Until a recent Alaska Federal District Court ruling, the state’s largest national forest, the Tongass National Forest, was exempt from the Roadless Rule under a 2003 settlement agreement with the federal government and Alaska.

In a recent court decision, a federal judge sided with the village of Kake and reinstated the Clinton-era roadless rule in southeast Alaska's Tongass National Forest. U.S. District Judge John W. Sedwick in Anchorage issued his final decision in May 2011, making a March ruling official.

Sedwick found that a Bush administration decision in 2003 to exempt the Tongass from the roadless rule was arbitrary and capricious. The rule protects roadless areas in national forests from commercial logging and road building.

Sedwick's May 2011 final judgment reinstated the roadless rule in the Tongass while making clear that certain projects and activities could proceed. Those projects included hydropower, transmission lines, mining, and tourism projects.

“Applying the Roadless Rule to national forest lands in Alaska diminishes jobs and hurts families, and removes local and regional management of the forests from the state, communities, residents, and foresters,” Governor Parnell said. “This is the wrong time for the Forest Service to further restrict timber supply, new mining jobs and development, and impose higher energy costs on communities. Our forests are best managed for multiple uses including mining or logging, which require construction of roads. A one-size-fits-all forest mandate from Washington D.C. is the wrong approach.”

In a news release, the Governor said, if allowed to stand, the Roadless Rule will increase costs for developing hydroelectric projects by prohibiting roads along transmission line routes for construction and maintenance. Those increased costs would be passed along to consumers.

The lawsuit comes as the roadless rule faces a separate legal challenge from Wyoming under review in the 10th U.S. Circuit Court of Appeals, where a decision could come any day.

“As Federal District Court Judge Brimmer already found in the roadless case in Wyoming, procedure counts,” Attorney General Burns said. “The Roadless Rule and the rushed manner in which it was adopted violates several federal statutes, including the Administrative Procedure Act (APA), the National Environmental Policy Act, and other federal statutes. It creates de facto wilderness without the approval of Congress.”

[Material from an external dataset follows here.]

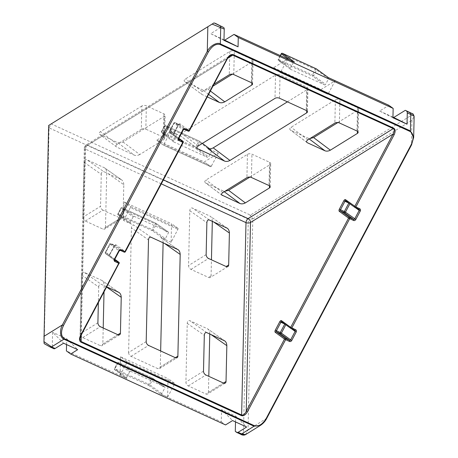 <?xml version="1.0" encoding="UTF-8"?>
<svg xmlns="http://www.w3.org/2000/svg" width="458" height="458" viewBox="0 0 458 458"><rect width="100%" height="100%" fill="white"/><g stroke="black" fill="none" stroke-linecap="round" stroke-linejoin="round"><path stroke-width="0.34" stroke-dasharray="2.29 1.72" d="M173.593 141.831L161.64 132.849A0.916 0.916 0 0 1 161.382 131.686L164.399 126.059L161.382 131.686L161.794 131.818A0.916 0.492 114.6 0 0 161.76 132.923A0.916 0.767 -53.1 0 1 161.491 131.795L173.439 140.772A0.916 0.767 126.9 0 0 173.714 141.9L161.76 132.923L195.555 148.392A0.916 0.767 126.9 0 0 196.688 147.911L199.705 142.283L211.264 150.968L212.088 150.459L208.642 156.888L195.589 147.293L161.794 131.818L164.806 126.19L199.705 142.283A0.916 0.767 -53.1 0 0 199.551 141.23A0.916 0.916 0 0 0 199.379 141.127A0.916 0.492 114.6 0 1 199.43 141.156A0.916 0.767 -53.1 0 1 199.551 141.23L202.419 143.383L199.43 141.156L165.636 125.687L177.589 134.663L176.061 134.852L164.502 126.168A0.916 0.767 -53.1 0 1 165.636 125.687A0.916 0.492 114.6 0 0 165.59 125.658A0.916 0.916 0 0 0 164.399 126.059L164.806 126.19A0.916 0.492 114.6 0 1 165.224 125.715A0.916 0.492 114.6 0 1 165.59 125.658L199.379 141.127A0.916 0.492 114.6 0 0 199.018 141.184A0.916 0.492 114.6 0 0 198.6 141.665L195.589 147.293A0.916 0.492 114.6 0 0 195.4 147.951A0.916 0.492 114.6 0 0 195.555 148.392L207.508 157.369A0.916 0.767 126.9 0 0 208.642 156.888M134.28 216.371A0.916 0.773 125.1 0 0 133.152 216.857L120.975 208.304A0.916 0.773 -54.9 0 1 122.103 207.812L134.28 216.371L168.075 231.84L155.897 223.286A0.916 0.492 -65.4 0 0 155.857 223.264A0.916 0.492 -65.4 0 0 155.491 223.315A0.916 0.492 -65.4 0 0 155.067 223.807L152.102 229.475L153.212 230.082A0.916 0.773 -54.9 0 1 152.085 230.569L164.262 239.122L160.741 237.513L177.813 249.507M130.753 371.346A0.916 0.767 126 0 0 129.62 371.827L117.597 363.091A0.916 0.767 -54 0 1 118.731 362.61L130.753 371.346L164.548 386.815L152.52 378.079A0.916 0.767 -54 0 1 152.8 379.207L151.695 378.594L148.701 384.239L149.812 384.852A0.916 0.767 -54 0 1 148.678 385.338L160.741 394.103L221.288 421.824L221.563 409.629L235.647 416.076L246.65 427.022M316.186 68.786A0.916 0.492 -65.4 0 0 315.871 68.86A0.916 0.492 -65.4 0 0 315.447 69.341L312.459 74.992L313.564 75.604A0.916 0.767 -54 0 1 312.436 76.085L324.459 84.827A0.916 0.767 126 0 0 325.592 84.341L313.564 75.604L316.558 69.96L328.581 78.696L325.592 84.341M124.021 201.989L171.544 223.744L171.126 242.265L177.899 229.321A0.916 0.492 -65.4 0 0 177.922 228.227L130.398 206.472L124.021 201.989L123.603 220.51L129.763 223.332L129.786 222.239L118.009 213.966A0.916 0.773 125.1 0 0 118.29 215.094L152.085 230.569A0.916 0.492 -65.4 0 1 151.924 230.122A0.916 0.492 -65.4 0 1 152.102 229.475L118.009 213.966L120.866 208.201L155.067 223.807L168.355 232.973A0.916 0.773 125.1 0 0 168.075 231.84M170.725 131.52L163.832 144.385A0.916 0.492 114.6 0 1 163.42 144.865A0.916 0.492 114.6 0 1 163.054 144.917A0.916 0.492 114.6 0 1 163.008 144.888L156.751 140.188L170.725 131.52L176.885 134.343L176.061 134.852M163.008 144.888L210.525 166.649A0.916 0.492 -65.4 0 0 210.577 166.678A0.916 0.492 -65.4 0 0 210.938 166.62A0.916 0.492 -65.4 0 0 211.356 166.139L163.832 144.385M287.601 59.036L280.811 71.86A0.916 0.492 114.6 0 1 280.393 72.341A0.916 0.492 114.6 0 1 280.027 72.398A0.916 0.492 114.6 0 1 279.981 72.37L273.592 67.727L287.601 59.036L294.162 62.036A0.916 0.767 126 0 0 293.378 62.58L289.691 59.901M279.981 72.37L327.504 94.13A0.916 0.492 -65.4 0 0 327.55 94.153A0.916 0.492 -65.4 0 0 327.917 94.096A0.916 0.492 -65.4 0 0 328.334 93.615L280.811 71.86M281.252 53.735L316.558 69.96A0.916 0.767 -54 0 0 316.489 68.981M146.199 341.599L128.612 352.505L131.435 227.947L148.506 239.94M128.612 352.505A3.206 2.113 58.2 0 0 131.011 356.353L157.764 368.604A3.206 2.113 58.2 0 0 159.516 368.61A3.206 2.113 58.2 0 0 160.289 367.013L160.655 350.965M163.111 242.774L163.117 242.454C163.014 240.078 162.218 238.435 160.741 237.513L178.191 249.725M164.262 239.122L164.989 238.355L164.966 239.448L168.355 232.973M171.126 242.265L164.966 239.448M129.786 222.239L130.467 223.653L118.29 215.094A0.916 0.492 -65.4 0 1 118.13 214.653A0.916 0.492 -65.4 0 1 118.307 214.001L121.273 208.338A0.916 0.492 -65.4 0 1 121.696 207.846A0.916 0.492 -65.4 0 1 122.063 207.789A0.916 0.916 0 0 0 120.866 208.201L117.906 213.863A0.916 0.916 0 0 0 118.187 215.037L130.358 223.59L133.988 225.262C132.494 224.826 131.646 225.72 131.435 227.947M52.252 347.576L45.142 344.319L53.66 348.601L52.252 347.576L52.601 332.273L63.605 343.219M44.163 343.655L49.058 127.885L248.293 219.096L243.398 434.865L235.298 431.379M235.515 421.921L235.647 416.076M160.741 394.103L161.05 394.138A0.916 0.767 126 0 0 161.834 393.594L164.823 387.943A0.916 0.767 126 0 0 164.548 386.815M167.611 397.138L174.401 384.314A0.916 0.492 -65.4 0 0 174.424 383.214L126.906 361.459L120.511 356.811L168.029 378.571L167.611 397.138L161.05 394.138M120.511 356.811L120.088 375.383L126.952 378.634L114.884 369.869A0.916 0.767 -54 0 1 114.609 368.736L126.631 377.478A0.916 0.767 126 0 0 126.643 378.382L66.404 350.914M66.547 344.565L66.679 338.72L52.601 332.273M105.483 227.506L106.725 172.677C106.622 170.302 105.832 168.659 104.35 167.737L86.751 159.676C85.257 159.241 84.409 160.134 84.198 162.361L82.955 217.189A3.206 2.113 58.2 0 0 85.354 221.037L102.958 229.097A3.206 2.113 58.2 0 0 104.71 229.103A3.206 2.113 58.2 0 0 105.483 227.506L123.07 216.594L123.797 184.671L106.725 172.677M123.797 184.671C123.694 182.301 122.899 180.652 121.422 179.731L104.35 167.737L121.422 179.731L103.817 171.67L86.751 159.676M212.323 221.346L212.329 221.019C212.226 218.649 211.43 217.006 209.953 216.079L192.354 208.024C190.86 207.583 190.013 208.482 189.801 210.709L188.559 265.537A3.206 2.113 58.2 0 0 190.957 269.384L208.562 277.445A3.206 2.113 58.2 0 0 210.314 277.451A3.206 2.113 58.2 0 0 211.086 275.853L211.447 259.806M227.403 228.296L209.953 216.079L227.025 228.078M104.018 292.032L104.172 285.328C104.063 282.958 103.273 281.309 101.791 280.388L84.192 272.333C82.703 271.892 81.85 272.791 81.644 275.018L80.31 333.733A3.206 2.113 58.2 0 0 82.715 337.58L100.313 345.635A3.206 2.113 58.2 0 0 102.065 345.641A3.206 2.113 58.2 0 0 102.838 344.044L103.205 327.997M119.24 292.605L102.174 280.605L118.862 292.381M209.764 334.002L209.775 333.676C209.667 331.306 208.877 329.657 207.394 328.735L189.795 320.68C188.301 320.239 187.454 321.132 187.242 323.365L185.914 382.075A3.206 2.113 58.2 0 0 188.312 385.928L205.917 393.983A3.206 2.113 58.2 0 0 207.669 393.989A3.206 2.113 58.2 0 0 208.442 392.392L208.802 376.344M224.844 340.952L207.772 328.953L224.466 340.729M221.288 421.824L225.554 424.921M221.563 409.629L232.567 420.576M66.679 338.72L77.683 349.666M223.991 39.772L210.697 33.686L222.267 26.507M294.551 62.128L294.162 62.036M273.592 67.727L321.11 89.482L335.124 80.791L328.569 77.786A0.916 0.767 126 0 1 328.581 78.696M392.941 117.74L379.659 111.036L388.888 105.317M379.659 111.036L392.958 117.128M413.248 114.116L250.411 215.105L51.17 123.889L49.058 127.885L48.645 125.481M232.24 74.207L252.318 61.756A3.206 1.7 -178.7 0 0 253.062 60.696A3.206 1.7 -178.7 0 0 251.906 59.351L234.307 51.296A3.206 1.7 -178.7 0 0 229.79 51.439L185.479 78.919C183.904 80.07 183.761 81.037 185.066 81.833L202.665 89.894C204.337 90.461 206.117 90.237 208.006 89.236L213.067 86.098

The State of Alaska also filed a notice of appeal of the Federal District Court decision that the Tongass exemption was invalid. Judge Sedwick ruled that the Forest Service violated the APA by changing the status of the Tongass from not exempt to exempt without providing adequate reasons.

The state maintains that the Forest Service provided a substantial examination during the Tongass exemption decision. The record shows extensive discussion about the settlement with the state, the direction provided to the USFS by Congress in the Alaska National Interest Lands Conservation Act (ANILCA) and the Tongass Timber Reform Act.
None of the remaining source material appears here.